Steven H. Kroft, MDThose longstanding relationships allowed WDL to test on multiple platforms simultaneously, which buffered the lab against any breakdowns in a single supply chain. The results were critical for the lab’s clinical colleagues in the Froedtert & MCW health network. With an average turnaround time of seven hours for non-rapid COVID-19 diagnostic tests (compared to days for commercial labs), providers could appropriately triage and treat patients – and were able to expand beyond only testing symptomatic patients earlier than other health systems.

And once Dr.
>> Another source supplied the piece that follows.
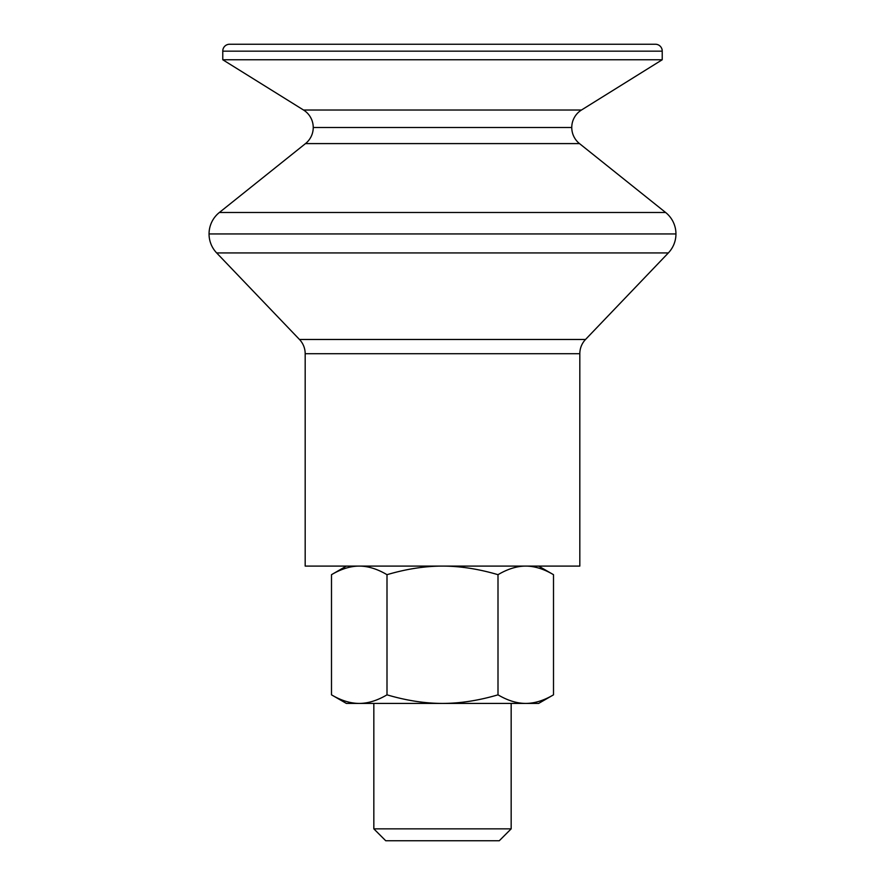 <?xml version="1.0" encoding="UTF-8"?>
<svg xmlns="http://www.w3.org/2000/svg" width="885" height="885" viewBox="0 0 885 885"><rect width="100%" height="100%" fill="white"/><g stroke="black" fill="none" stroke-linecap="round" stroke-linejoin="round"><path stroke-width="1.33" d="M675.952 233.95A27.468 27.468 0 0 1 668.341 252.933A27.468 27.468 0 0 0 675.952 233.95L209.048 233.95A27.468 27.468 0 0 0 216.659 252.933A27.468 27.468 0 0 1 209.048 233.95L675.952 233.95A27.468 27.468 0 0 0 665.642 212.5L579.498 143.591A20.598 20.598 0 0 1 571.765 127.506A20.598 20.598 0 0 0 579.498 143.591L305.502 143.591A20.598 20.598 0 0 0 313.235 127.506A20.598 20.598 0 0 1 305.502 143.591L579.498 143.591L665.642 212.5L219.358 212.5L665.642 212.5A27.468 27.468 0 0 1 675.952 233.95M571.765 127.506L313.235 127.506L571.765 127.506A20.598 20.598 0 0 1 581.478 110.017L303.522 110.017L222.777 59.76L222.777 51.164L662.223 51.164L662.223 59.76L581.478 110.017A20.598 20.598 0 0 0 571.765 127.506M216.659 252.933L668.341 252.933L585.527 339.475L299.473 339.475L216.659 252.933L299.473 339.475A20.598 20.598 0 0 1 305.181 353.712L305.181 566.09L579.819 566.09L579.819 353.712L305.181 353.712L579.819 353.712A20.598 20.598 0 0 1 585.527 339.475A20.598 20.598 0 0 0 579.819 353.712L579.819 566.09L305.181 566.09L305.181 353.712A20.598 20.598 0 0 0 299.473 339.475L585.527 339.475L668.341 252.933L216.659 252.933M346.367 566.09L331.499 574.686C341.057 569.044 350.195 566.179 358.912 566.09C350.195 566.179 341.057 569.044 331.499 574.686L346.367 566.09M346.367 703.42L331.499 694.836L346.367 703.42L359.255 703.42C350.416 703.398 341.167 700.544 331.499 694.836C341.167 700.544 350.416 703.398 359.255 703.42C368.083 703.398 377.331 700.544 386.999 694.836C406.337 700.544 424.844 703.398 442.5 703.42C460.156 703.398 478.663 700.544 498.001 694.836L498.001 574.686C478.885 569.044 460.609 566.179 443.175 566.09C460.609 566.179 478.885 569.044 498.001 574.686L498.001 694.836C478.663 700.544 460.156 703.398 442.5 703.42C424.844 703.398 406.337 700.544 386.999 694.836L386.999 574.686L386.999 694.836C377.331 700.544 368.083 703.398 359.255 703.42L538.633 703.42L553.501 694.836L538.633 703.42L525.745 703.42C516.917 703.398 507.669 700.544 498.001 694.836C507.669 700.544 516.917 703.398 525.745 703.42C534.584 703.398 543.832 700.544 553.501 694.836C543.832 700.544 534.584 703.398 525.745 703.42L346.367 703.42M553.501 574.686L538.633 566.09L553.501 574.686C543.943 569.044 534.805 566.179 526.088 566.09C534.805 566.179 543.943 569.044 553.501 574.686L553.501 694.836L553.501 574.686M511.165 828.858L499.273 840.75L511.165 828.858L511.165 703.42L511.165 828.858L373.835 828.858L373.835 703.42L373.835 828.858L511.165 828.858M385.727 840.75L373.835 828.858L385.727 840.75L499.273 840.75L385.727 840.75M305.502 143.591L219.358 212.5A27.468 27.468 0 0 0 209.048 233.95A27.468 27.468 0 0 1 219.358 212.5L305.502 143.591M303.522 110.017A20.598 20.598 0 0 1 313.235 127.506A20.598 20.598 0 0 0 303.522 110.017L581.478 110.017L662.223 59.76L662.223 51.164L222.777 51.164L222.777 59.76L662.223 59.76L222.777 59.76L303.522 110.017M662.223 51.031A6.781 6.781 0 0 0 655.409 44.25L229.591 44.25A6.781 6.781 0 0 0 222.777 51.031A6.781 6.781 0 0 1 229.547 44.25L655.453 44.25A6.781 6.781 0 0 1 662.223 51.031M441.825 566.09C424.391 566.179 406.115 569.044 386.999 574.686C406.115 569.044 424.391 566.179 441.825 566.09M359.587 566.09C368.304 566.179 377.441 569.044 386.999 574.686C377.441 569.044 368.304 566.179 359.587 566.09M331.499 574.686L331.499 694.836L331.499 574.686M525.413 566.09C516.696 566.179 507.559 569.044 498.001 574.686C507.559 569.044 516.696 566.179 525.413 566.09"/></g></svg>

Kroft and his team saw the sensitivity and specificity of some of the lab-based COVID-19 antibody tests, this form of testing came into play as well, though this addition required a shift in thinking.

“I went from arguing that there was no plausible use case for antibody testing other than convalescent plasma therapy to recommending that the health system make antibody testing available to everyone,” Dr. Kroft admits. “It was a journey for me to get to that perspective, but we need to better understand the dynamics of the virus within our populations, and antibody testing allows that.”

Overall, these testing successes have put WDL and MCW’s department of pathology in the local spotlight. “Because the state labs didn’t have the capacity and the commercial labs couldn’t turn around the testing quickly, academic labs like ours naturally stepped into a public health lab function, focusing on population health as well as individual patient results,” Dr. Kroft says. “We are showcasing what we can do and how we can be part of the team – optimizing care for our patients and providing guidance and strategy for a healthy restart of our businesses and schools. It’s definitely a silver lining for such a challenging public health crisis.”